That reasoning goes both ways (indeed- I was responding to a post asserting that it is random with no reasoning), but no, I explained why it's not random.



Ryuksgelus said:


> It's random because nothing implies that is what happened.



Sabo explicitly states that he's not sure what Fujitora is up to and that is actually close to what Fujitora was doing.  It only needs to be a reasonable possibility for it not to be random.  Random would mean it was considered without any rhyme or reason.



Ryuksgelus said:


> who are you to say our possibility is any less valid than yours?
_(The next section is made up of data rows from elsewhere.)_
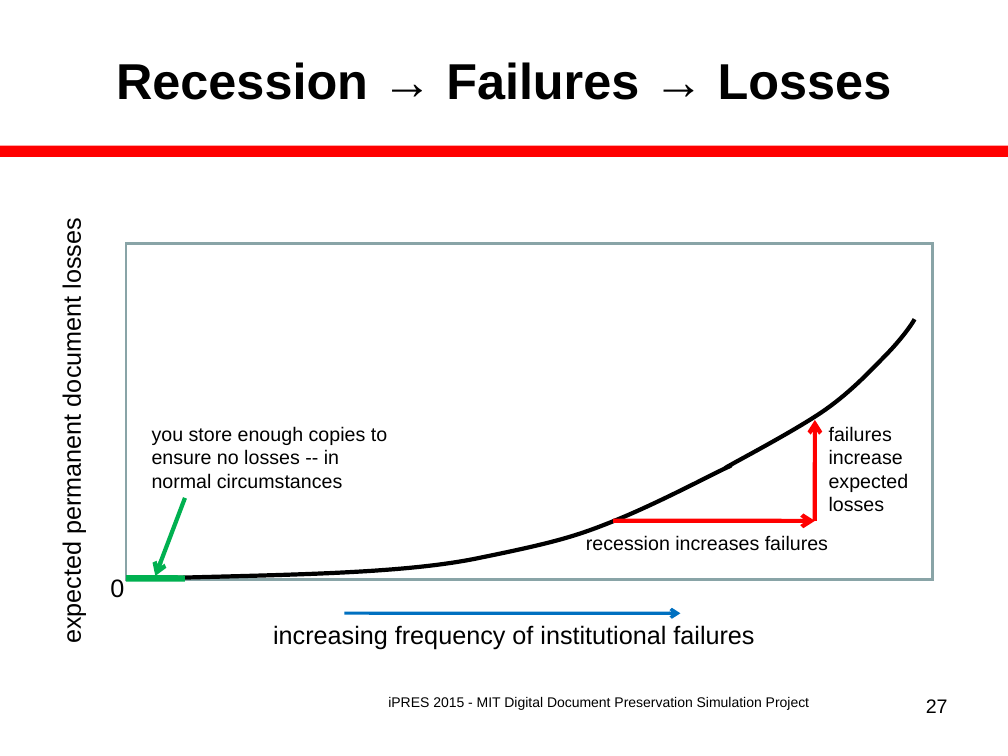
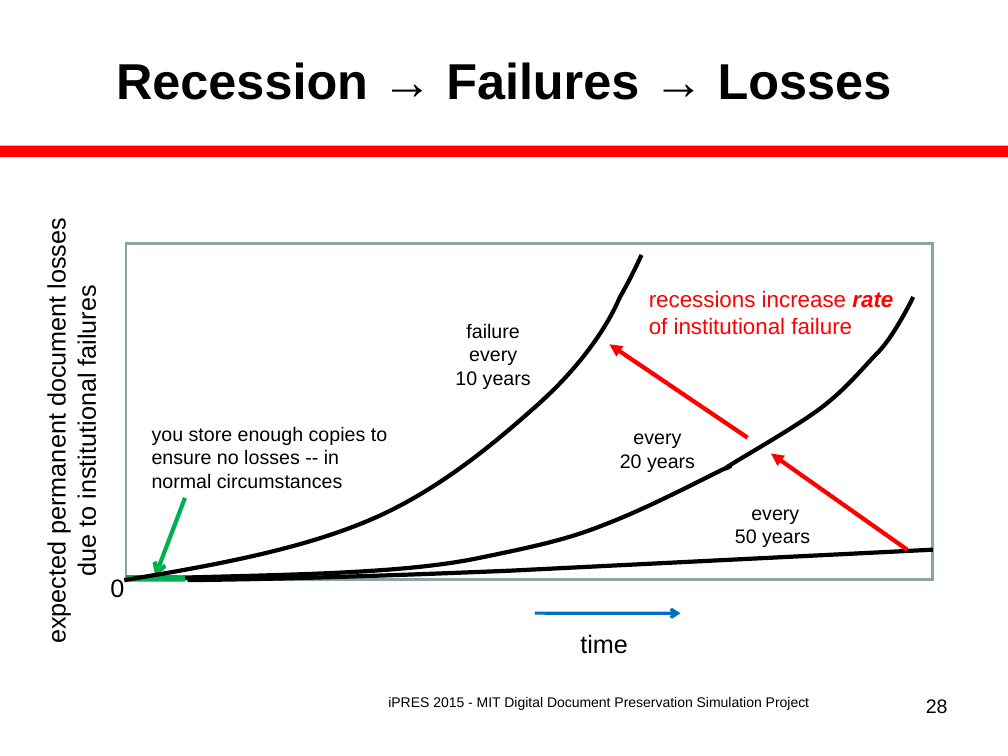
Before and after one commit to MIT-Informatics/PreservationSimulation, a slide deck: slide 28 of shelf/docs/Slides_iPres2015Nov.ppt (slide 27 before the commit). Drawn at 1008x756 pixels with LibreOffice and Linux fonts; fonts in the diff are those of the drawing. Boxes give left, top, right and bottom in pixels: in the first picture for what was removed or moved away, otherwise in the second. Text is boxed around its words. In the diff, an @@ line names an element or a change of style, - is before the commit and + after.

Commit message:
Make final, we hope, changes to slides for NDSA presentation at UNC: - percentage scale on losses, - fake zeros on abscissae, - new curves for recessions and institutional failure losses, - minor wording changes.

```diff
--- a/shelf/docs/Slides_iPres2015Nov.ppt
+++ b/shelf/docs/Slides_iPres2015Nov.ppt
@@ text at bbox=[43, 225, 101, 640]: text changed @@
-expected permanent document losses
+expected permanent document losses
+due to institutional failures
@@ freeform shape added at bbox=[124, 255, 641, 581], outline #000000 3 pt @@
@@ freeform shape: place and size @@
-freeform shape at bbox=[156, 320, 914, 579]
+freeform shape at bbox=[156, 297, 913, 579]
@@ text added at bbox=[649, 290, 893, 335], 16 pt, text #FF0000 @@
+recessions increase rate
+of institutional failure
@@ text added at bbox=[455, 323, 531, 389], 14 pt, text #000000 @@
+failure
+every
+10 years
@@ arrow added from (748, 437) to (610, 345), #FF0000 3 pt @@
@@ text added at bbox=[620, 433, 695, 472], 14 pt, text #000000 @@
+every
+20 years
@@ text removed at bbox=[829, 426, 909, 512] @@
-failures
-increase
-expected
-losses
@@ arrow moved from (814, 521) - (814, 420) to (907, 549) - (771, 454) @@
@@ arrow (907, 549) - (771, 454): arrowheads changed @@
@@ text added at bbox=[735, 509, 810, 547], 14 pt, text #000000 @@
+every
+50 years
@@ text removed at bbox=[586, 535, 828, 551] @@
-recession increases failures
@@ arrow removed from (613, 521) to (814, 521) @@
@@ freeform shape added at bbox=[187, 549, 932, 580], outline #000000 3 pt @@
@@ text removed at bbox=[273, 625, 754, 650] @@
-increasing frequency of institutional failures
@@ arrow moved from (345, 613) - (680, 613) to (535, 613) - (680, 613) @@
@@ text added at bbox=[580, 634, 628, 654], 18 pt, text #000000 @@
+time
@@ page number at bbox=[926, 699, 948, 714]: text changed @@
-27
+28
```
Also in this commit, not shown: 9 other slides changed, 1 slide added, 10 other files.

You're right, and I haven't said the possibility you're posting is invalid.  My point is that we don't know.  Not that we know the possibility you're listing to be false and the possibility I'm listing to be true.



Ryuksgelus said:


> Sabo has no idea Fuji was holding back until later in the fight.



Who's to say for sure that Fujitora was holding back at all, let alone when Sabo knows that Fujitora is holding back?



Ryuksgelus said:


> Why would he hold back against the Marine's strongest who he thinks is after his little brother?
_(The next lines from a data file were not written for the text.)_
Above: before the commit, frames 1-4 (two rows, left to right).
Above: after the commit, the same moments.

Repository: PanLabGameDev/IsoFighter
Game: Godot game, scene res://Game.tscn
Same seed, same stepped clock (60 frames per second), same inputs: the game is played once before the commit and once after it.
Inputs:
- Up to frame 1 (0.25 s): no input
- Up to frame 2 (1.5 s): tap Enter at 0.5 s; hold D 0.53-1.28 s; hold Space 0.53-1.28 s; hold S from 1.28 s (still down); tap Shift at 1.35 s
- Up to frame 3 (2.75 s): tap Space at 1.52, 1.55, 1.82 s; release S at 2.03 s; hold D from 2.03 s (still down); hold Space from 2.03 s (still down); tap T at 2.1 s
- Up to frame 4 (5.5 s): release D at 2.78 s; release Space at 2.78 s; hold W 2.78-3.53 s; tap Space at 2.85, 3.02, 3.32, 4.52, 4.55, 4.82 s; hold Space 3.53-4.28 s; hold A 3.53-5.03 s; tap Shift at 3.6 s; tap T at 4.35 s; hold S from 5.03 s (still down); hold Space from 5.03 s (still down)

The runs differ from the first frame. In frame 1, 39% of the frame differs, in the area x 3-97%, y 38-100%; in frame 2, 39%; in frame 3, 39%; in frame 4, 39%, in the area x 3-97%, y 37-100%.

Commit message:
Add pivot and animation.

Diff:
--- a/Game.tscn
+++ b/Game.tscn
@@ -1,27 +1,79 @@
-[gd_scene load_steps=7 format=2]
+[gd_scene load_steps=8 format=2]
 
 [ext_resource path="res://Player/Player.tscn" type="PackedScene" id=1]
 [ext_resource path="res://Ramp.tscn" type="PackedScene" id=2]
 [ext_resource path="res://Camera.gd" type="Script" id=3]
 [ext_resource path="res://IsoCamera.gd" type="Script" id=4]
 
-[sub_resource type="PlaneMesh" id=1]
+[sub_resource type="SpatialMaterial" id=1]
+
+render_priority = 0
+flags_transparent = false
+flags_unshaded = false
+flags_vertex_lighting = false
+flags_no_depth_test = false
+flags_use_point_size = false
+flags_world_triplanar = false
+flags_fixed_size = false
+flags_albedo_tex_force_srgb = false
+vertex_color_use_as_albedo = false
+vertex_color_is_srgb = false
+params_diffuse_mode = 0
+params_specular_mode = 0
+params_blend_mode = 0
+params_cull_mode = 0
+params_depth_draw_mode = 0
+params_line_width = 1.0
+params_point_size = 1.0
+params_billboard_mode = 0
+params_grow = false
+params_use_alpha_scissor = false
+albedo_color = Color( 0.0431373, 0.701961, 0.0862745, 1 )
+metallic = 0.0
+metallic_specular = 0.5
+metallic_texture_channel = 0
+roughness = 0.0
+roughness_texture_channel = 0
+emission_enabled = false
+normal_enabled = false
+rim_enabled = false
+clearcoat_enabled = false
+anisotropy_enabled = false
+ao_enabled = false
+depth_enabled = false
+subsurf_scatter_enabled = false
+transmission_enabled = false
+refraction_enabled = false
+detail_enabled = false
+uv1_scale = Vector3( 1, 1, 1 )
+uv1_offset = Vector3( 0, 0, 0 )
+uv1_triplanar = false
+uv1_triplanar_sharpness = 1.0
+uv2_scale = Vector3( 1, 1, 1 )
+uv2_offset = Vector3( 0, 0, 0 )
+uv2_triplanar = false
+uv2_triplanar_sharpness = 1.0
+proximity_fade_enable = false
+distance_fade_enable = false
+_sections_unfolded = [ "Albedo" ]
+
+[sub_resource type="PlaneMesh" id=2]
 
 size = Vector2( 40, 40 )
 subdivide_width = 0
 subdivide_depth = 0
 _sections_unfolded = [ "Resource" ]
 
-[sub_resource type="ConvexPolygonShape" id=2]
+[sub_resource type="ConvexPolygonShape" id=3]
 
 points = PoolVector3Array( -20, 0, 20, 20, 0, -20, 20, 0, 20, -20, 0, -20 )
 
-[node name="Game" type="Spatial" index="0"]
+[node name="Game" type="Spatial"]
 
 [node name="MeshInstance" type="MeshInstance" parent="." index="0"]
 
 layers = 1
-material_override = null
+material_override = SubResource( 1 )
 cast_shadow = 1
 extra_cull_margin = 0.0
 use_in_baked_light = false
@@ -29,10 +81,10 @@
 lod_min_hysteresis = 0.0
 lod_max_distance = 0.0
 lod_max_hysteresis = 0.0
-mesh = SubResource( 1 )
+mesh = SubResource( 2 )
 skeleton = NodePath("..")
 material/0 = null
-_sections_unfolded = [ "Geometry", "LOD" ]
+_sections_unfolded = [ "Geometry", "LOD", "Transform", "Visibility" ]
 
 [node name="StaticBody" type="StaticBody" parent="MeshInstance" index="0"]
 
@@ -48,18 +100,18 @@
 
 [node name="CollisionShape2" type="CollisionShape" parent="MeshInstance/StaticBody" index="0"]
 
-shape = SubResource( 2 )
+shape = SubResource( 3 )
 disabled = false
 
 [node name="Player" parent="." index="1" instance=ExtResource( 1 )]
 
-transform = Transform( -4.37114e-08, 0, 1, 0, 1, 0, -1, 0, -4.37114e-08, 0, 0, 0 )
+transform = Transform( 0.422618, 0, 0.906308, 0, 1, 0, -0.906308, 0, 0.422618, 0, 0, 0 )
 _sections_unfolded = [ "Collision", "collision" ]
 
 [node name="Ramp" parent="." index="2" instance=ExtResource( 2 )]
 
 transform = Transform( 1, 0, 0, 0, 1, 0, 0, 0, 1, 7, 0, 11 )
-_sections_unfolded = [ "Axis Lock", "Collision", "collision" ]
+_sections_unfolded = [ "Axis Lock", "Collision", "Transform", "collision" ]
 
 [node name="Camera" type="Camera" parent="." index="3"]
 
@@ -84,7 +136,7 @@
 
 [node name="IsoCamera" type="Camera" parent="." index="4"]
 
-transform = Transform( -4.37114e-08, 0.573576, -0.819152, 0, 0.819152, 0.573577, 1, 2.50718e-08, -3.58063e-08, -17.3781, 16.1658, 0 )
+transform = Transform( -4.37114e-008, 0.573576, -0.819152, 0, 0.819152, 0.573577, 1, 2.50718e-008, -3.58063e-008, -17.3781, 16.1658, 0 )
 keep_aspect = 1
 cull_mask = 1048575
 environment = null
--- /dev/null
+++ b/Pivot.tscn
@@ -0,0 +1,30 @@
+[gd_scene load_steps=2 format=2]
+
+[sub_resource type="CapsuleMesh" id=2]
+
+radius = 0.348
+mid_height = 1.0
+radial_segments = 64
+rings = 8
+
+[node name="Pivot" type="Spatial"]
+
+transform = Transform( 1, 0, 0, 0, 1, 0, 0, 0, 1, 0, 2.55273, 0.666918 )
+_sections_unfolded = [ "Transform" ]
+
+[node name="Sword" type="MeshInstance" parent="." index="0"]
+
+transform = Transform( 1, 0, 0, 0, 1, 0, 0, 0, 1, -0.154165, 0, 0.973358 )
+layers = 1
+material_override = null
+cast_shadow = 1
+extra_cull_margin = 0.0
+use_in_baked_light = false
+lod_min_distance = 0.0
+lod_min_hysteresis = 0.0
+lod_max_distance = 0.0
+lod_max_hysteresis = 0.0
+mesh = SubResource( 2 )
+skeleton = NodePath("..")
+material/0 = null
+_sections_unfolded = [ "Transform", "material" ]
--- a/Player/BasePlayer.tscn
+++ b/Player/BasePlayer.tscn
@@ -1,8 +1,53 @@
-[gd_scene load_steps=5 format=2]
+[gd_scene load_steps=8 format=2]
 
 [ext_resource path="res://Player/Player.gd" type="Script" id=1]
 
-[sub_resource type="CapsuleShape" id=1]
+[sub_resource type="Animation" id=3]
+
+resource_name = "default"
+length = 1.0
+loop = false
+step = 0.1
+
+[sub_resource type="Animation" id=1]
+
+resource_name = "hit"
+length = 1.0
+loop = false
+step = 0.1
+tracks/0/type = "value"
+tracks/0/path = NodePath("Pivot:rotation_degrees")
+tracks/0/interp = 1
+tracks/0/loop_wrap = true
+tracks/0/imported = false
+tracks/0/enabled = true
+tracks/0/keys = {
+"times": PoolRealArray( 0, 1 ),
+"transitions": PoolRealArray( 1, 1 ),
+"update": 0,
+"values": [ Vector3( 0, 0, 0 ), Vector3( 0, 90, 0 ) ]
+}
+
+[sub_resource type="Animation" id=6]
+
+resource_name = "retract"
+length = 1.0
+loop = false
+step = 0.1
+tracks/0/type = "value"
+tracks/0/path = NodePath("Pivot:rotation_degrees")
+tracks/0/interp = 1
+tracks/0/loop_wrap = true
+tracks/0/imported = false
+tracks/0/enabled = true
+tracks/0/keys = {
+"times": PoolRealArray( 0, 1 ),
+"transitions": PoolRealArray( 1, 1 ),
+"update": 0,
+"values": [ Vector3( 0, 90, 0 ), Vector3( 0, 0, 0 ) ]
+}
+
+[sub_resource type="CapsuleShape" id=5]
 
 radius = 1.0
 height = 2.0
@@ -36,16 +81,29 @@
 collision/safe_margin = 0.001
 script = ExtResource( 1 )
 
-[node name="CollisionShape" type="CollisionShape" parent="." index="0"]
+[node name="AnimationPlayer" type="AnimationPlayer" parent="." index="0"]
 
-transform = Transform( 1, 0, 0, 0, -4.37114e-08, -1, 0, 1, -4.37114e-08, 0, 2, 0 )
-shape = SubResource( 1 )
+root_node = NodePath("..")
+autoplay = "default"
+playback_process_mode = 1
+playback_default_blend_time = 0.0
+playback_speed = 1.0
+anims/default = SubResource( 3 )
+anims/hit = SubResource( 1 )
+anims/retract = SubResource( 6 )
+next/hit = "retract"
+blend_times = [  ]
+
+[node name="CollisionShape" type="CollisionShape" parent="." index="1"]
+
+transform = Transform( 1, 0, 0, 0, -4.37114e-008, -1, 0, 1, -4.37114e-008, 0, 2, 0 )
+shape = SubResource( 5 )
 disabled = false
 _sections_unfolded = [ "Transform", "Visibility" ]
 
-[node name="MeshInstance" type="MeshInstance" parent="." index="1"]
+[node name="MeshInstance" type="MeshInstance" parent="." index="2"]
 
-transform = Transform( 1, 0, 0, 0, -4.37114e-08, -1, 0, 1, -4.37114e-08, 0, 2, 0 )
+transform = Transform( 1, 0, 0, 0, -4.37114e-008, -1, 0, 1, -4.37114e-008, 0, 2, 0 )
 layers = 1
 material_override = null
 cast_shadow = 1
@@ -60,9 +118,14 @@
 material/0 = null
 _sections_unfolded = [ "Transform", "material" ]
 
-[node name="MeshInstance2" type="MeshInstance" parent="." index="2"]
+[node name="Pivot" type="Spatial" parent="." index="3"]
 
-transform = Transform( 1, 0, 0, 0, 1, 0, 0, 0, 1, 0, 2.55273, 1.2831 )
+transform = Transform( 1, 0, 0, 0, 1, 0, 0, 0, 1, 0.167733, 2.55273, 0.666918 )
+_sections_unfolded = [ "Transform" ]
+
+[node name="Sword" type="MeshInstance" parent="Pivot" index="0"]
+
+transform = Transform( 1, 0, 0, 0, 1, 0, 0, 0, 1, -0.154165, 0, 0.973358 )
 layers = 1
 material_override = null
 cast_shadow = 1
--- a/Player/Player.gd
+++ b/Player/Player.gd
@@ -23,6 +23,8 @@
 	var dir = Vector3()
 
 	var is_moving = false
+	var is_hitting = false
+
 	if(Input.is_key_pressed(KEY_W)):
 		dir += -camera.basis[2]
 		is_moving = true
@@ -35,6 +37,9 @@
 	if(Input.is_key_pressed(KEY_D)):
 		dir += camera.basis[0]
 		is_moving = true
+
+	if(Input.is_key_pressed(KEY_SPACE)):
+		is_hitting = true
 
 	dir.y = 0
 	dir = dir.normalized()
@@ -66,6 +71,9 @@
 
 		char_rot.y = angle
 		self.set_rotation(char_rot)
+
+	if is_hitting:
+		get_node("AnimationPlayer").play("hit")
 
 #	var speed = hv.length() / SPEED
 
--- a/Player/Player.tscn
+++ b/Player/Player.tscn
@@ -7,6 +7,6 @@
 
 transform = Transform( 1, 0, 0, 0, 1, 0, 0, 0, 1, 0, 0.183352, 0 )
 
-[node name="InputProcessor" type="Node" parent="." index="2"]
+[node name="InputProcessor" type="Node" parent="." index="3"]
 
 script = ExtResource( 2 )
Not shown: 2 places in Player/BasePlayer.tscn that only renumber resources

Why would Fujitora hold back against the Second In Command of the Revolutionaries who is trying to protect his brother?  That's not an actual question.  I'm just making a point.



Ryuksgelus said:


> You think Sabo went 50% too



???

I don't think either of them were only using 50% of their power.



Ryuksgelus said:


> Your totally not random scenarios are just *you wanting to believe what you want to believe* and making up your own reasons to paint *your belief* and what Oda is actually telling us as equally viable.



Not only is this an easy response anyone can say to someone disagreeing with them, but considering my point is that we don't know while your point is that we do know without anything close to conclusive evidence, I'm not really sure how you came to that conclusion.



Ryuksgelus said:


> Because his intention for fighting Sabo in the first place was to put on a show for his own marines. Once they were out of sight he had no further reason to continue fighting.



I could bring up multiple points, but I'll just bring up one: That doesn't really matter because the Marines know that the fight is over.  Fujitora's currently not doing anything against the Revolutionaries and Straw Hat Pirates.


----------



## HisMajestyMihawk (Apr 22, 2015)

Pretty sure Doflamingo would be able to give Fuji a good run for his money before going down high diff


----------



## Ryuksgelus (Apr 22, 2015)

Gohara said:


> N
> 
> Not only is this an easy response anyone can say to someone disagreeing with them, but *considering my point is that we don't know while your point is that we do know without anything close to conclusive evidence,* I'm not really sure how you came to that conclusion.



Wow. You're doing *exactly *what I just said you would do? Trying to paint what is actually happening and what you believe/want to be happening as equally viable. 

Nothing conclusive because you say so? All you're doing is making up excuses to entertain all possibilities instead of narrowing them down. 

Even you quoting every individual line is some screwy way of avoiding how retarded your own logic can be by detracting from the overall points of the paragraphs. Basically making a little one so the main issue never ever gets addressed because you don't like the likely conclusion.


----------



## Gohara (Apr 22, 2015)

Ryuksgelus said:


> Wow. You're doing *exactly *what I just said you would do? Trying to paint what is actually happening and what you believe/want to be happening as equally viable.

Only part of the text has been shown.